Collected data
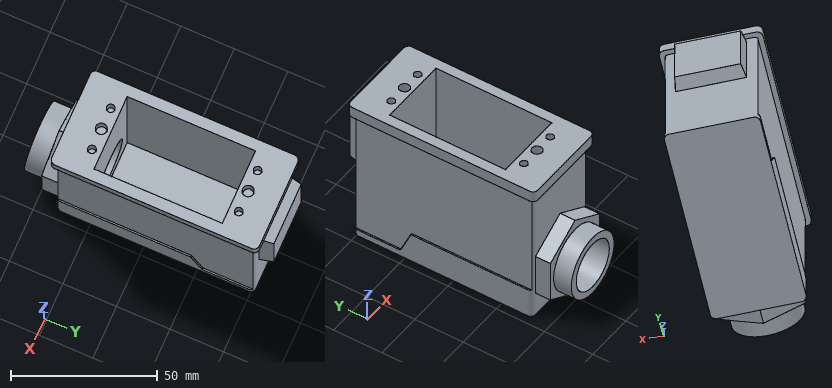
import cadquery as cq
import math

total_height = 61.0
total_length = 92.7

plate_width = 36.4
plate_length = 77.7
plate_thickness = 4.6
plate_corner_radius = 2.0

body_width = 33.7
body_length = 74.0
body_corner_radius = 2.0
body_height = total_height - plate_thickness

recess_depth = 0.6
band_high = 12.4
band_low = 2.8
band_slope_low_y = 17.7
band_slope_high_y = 13.35

cavity_width = 28.1
cavity_length = 47.9
floor_thickness = 2.8

hole_row_y = 27.4
hole_pitch = 8.0
center_hole_diameter = 4.1
side_hole_diameter = 3.0
hole_depth = plate_thickness

entry_z = 19.0
nut_across_corners = 34.6
nut_face_y = -43.2
tube_diameter = 26.05
tube_face_y = -50.5
bore_diameter = 20.0

boss_face_size = 23.2
boss_face_y = total_length + tube_face_y
boss_center_z = 41.6
boss_taper = 10.0

body_end_y = body_length / 2


def rounded_block(width, length, height, radius, base_z):
    """Upright block centred on the Z axis with rounded vertical edges."""
    block = cq.Workplane("XY").workplane(offset=base_z).rect(width, length).extrude(height)
    return block.edges("|Z").fillet(radius)


def end_plane(y):
    """Sketch plane on the cable entry axis, facing -Y."""
    return cq.Workplane("XZ", origin=(0, y, entry_z))


def side_recess(side):
    """Cutter for the stepped recess on the +X (side = 1) or -X (side = -1) wall."""
    start_x = side * (body_width / 2 - recess_depth)
    outline = [
        (-body_end_y, band_high),
        (band_slope_high_y, band_high),
        (band_slope_low_y, band_low),
        (body_end_y, band_low),
        (body_end_y, body_height),
        (-body_end_y, body_height),
    ]
    return cq.Workplane("YZ", origin=(start_x, 0, 0)).polyline(outline).close().extrude(side * recess_depth)


def cable_entry():
    """Nut and tube, both reaching the end wall of the body."""
    nut = end_plane(-body_end_y).transformed(rotate=(0, 0, 90)).polygon(6, nut_across_corners)
    nut = nut.extrude(-nut_face_y - body_end_y)
    tube = end_plane(-body_end_y).circle(tube_diameter / 2).extrude(-tube_face_y - body_end_y)
    return nut.union(tube)


def boss():
    """Square boss that widens from its outer face towards the body."""
    boss_length = boss_face_y - body_end_y
    root_size = boss_face_size + 2 * boss_length * math.tan(math.radians(boss_taper))
    face = cq.Workplane("XZ", origin=(0, boss_face_y, boss_center_z)).rect(boss_face_size, boss_face_size)
    return face.workplane(offset=boss_length).rect(root_size, root_size).loft()


def hole_row(y):
    """Three blind holes across the plate, the middle one larger."""
    top = cq.Workplane("XY", origin=(0, y, total_height))
    center_hole = top.circle(center_hole_diameter / 2).extrude(-hole_depth)
    side_holes = top.pushPoints([(-hole_pitch, 0), (hole_pitch, 0)])
    return center_hole.union(side_holes.circle(side_hole_diameter / 2).extrude(-hole_depth))


result = rounded_block(body_width, body_length, body_height, body_corner_radius, 0)
for side in (-1, 1):
    result = result.cut(side_recess(side))

plate = rounded_block(plate_width, plate_length, plate_thickness, plate_corner_radius, body_height)
result = result.union(plate).union(cable_entry()).union(boss())

cavity = cq.Workplane("XY", origin=(0, 0, floor_thickness)).rect(cavity_width, cavity_length)
result = result.cut(cavity.extrude(total_height - floor_thickness))

bore_length = -cavity_length / 2 - tube_face_y
result = result.cut(end_plane(tube_face_y).circle(bore_diameter / 2).extrude(-bore_length))

for row_y in (-hole_row_y, hole_row_y):
    result = result.cut(hole_row(row_y))

Task objective:
Return every entry above exactly as written, with no pictures included.

Solution to this task:
import cadquery as cq
import math

total_height = 61.0
total_length = 92.7

plate_width = 36.4
plate_length = 77.7
plate_thickness = 4.6
plate_corner_radius = 2.0

body_width = 33.7
body_length = 74.0
body_corner_radius = 2.0
body_height = total_height - plate_thickness

recess_depth = 0.6
band_high = 12.4
band_low = 2.8
band_slope_low_y = 17.7
band_slope_high_y = 13.35

cavity_width = 28.1
cavity_length = 47.9
floor_thickness = 2.8

hole_row_y = 27.4
hole_pitch = 8.0
center_hole_diameter = 4.1
side_hole_diameter = 3.0
hole_depth = plate_thickness

entry_z = 19.0
nut_across_corners = 34.6
nut_face_y = -43.2
tube_diameter = 26.05
tube_face_y = -50.5
bore_diameter = 20.0

boss_face_size = 23.2
boss_face_y = total_length + tube_face_y
boss_center_z = 41.6
boss_taper = 10.0

body_end_y = body_length / 2


def rounded_block(width, length, height, radius, base_z):
    """Upright block centred on the Z axis with rounded vertical edges."""
    block = cq.Workplane("XY").workplane(offset=base_z).rect(width, length).extrude(height)
    return block.edges("|Z").fillet(radius)


def end_plane(y):
    """Sketch plane on the cable entry axis, facing -Y."""
    return cq.Workplane("XZ", origin=(0, y, entry_z))


def side_recess(side):
    """Cutter for the stepped recess on the +X (side = 1) or -X (side = -1) wall."""
    start_x = side * (body_width / 2 - recess_depth)
    outline = [
        (-body_end_y, band_high),
        (band_slope_high_y, band_high),
        (band_slope_low_y, band_low),
        (body_end_y, band_low),
        (body_end_y, body_height),
        (-body_end_y, body_height),
    ]
    return cq.Workplane("YZ", origin=(start_x, 0, 0)).polyline(outline).close().extrude(side * recess_depth)


def cable_entry():
    """Nut and tube, both reaching the end wall of the body."""
    nut = end_plane(-body_end_y).transformed(rotate=(0, 0, 90)).polygon(6, nut_across_corners)
    nut = nut.extrude(-nut_face_y - body_end_y)
    tube = end_plane(-body_end_y).circle(tube_diameter / 2).extrude(-tube_face_y - body_end_y)
    return nut.union(tube)


def boss():
    """Square boss that widens from its outer face towards the body."""
    boss_length = boss_face_y - body_end_y
    root_size = boss_face_size + 2 * boss_length * math.tan(math.radians(boss_taper))
    face = cq.Workplane("XZ", origin=(0, boss_face_y, boss_center_z)).rect(boss_face_size, boss_face_size)
    return face.workplane(offset=boss_length).rect(root_size, root_size).loft()


def hole_row(y):
    """Three blind holes across the plate, the middle one larger."""
    top = cq.Workplane("XY", origin=(0, y, total_height))
    center_hole = top.circle(center_hole_diameter / 2).extrude(-hole_depth)
    side_holes = top.pushPoints([(-hole_pitch, 0), (hole_pitch, 0)])
    return center_hole.union(side_holes.circle(side_hole_diameter / 2).extrude(-hole_depth))


result = rounded_block(body_width, body_length, body_height, body_corner_radius, 0)
for side in (-1, 1):
    result = result.cut(side_recess(side))

plate = rounded_block(plate_width, plate_length, plate_thickness, plate_corner_radius, body_height)
result = result.union(plate).union(cable_entry()).union(boss())

cavity = cq.Workplane("XY", origin=(0, 0, floor_thickness)).rect(cavity_width, cavity_length)
result = result.cut(cavity.extrude(total_height - floor_thickness))

bore_length = -cavity_length / 2 - tube_face_y
result = result.cut(end_plane(tube_face_y).circle(bore_diameter / 2).extrude(-bore_length))

for row_y in (-hole_row_y, hole_row_y):
    result = result.cut(hole_row(row_y))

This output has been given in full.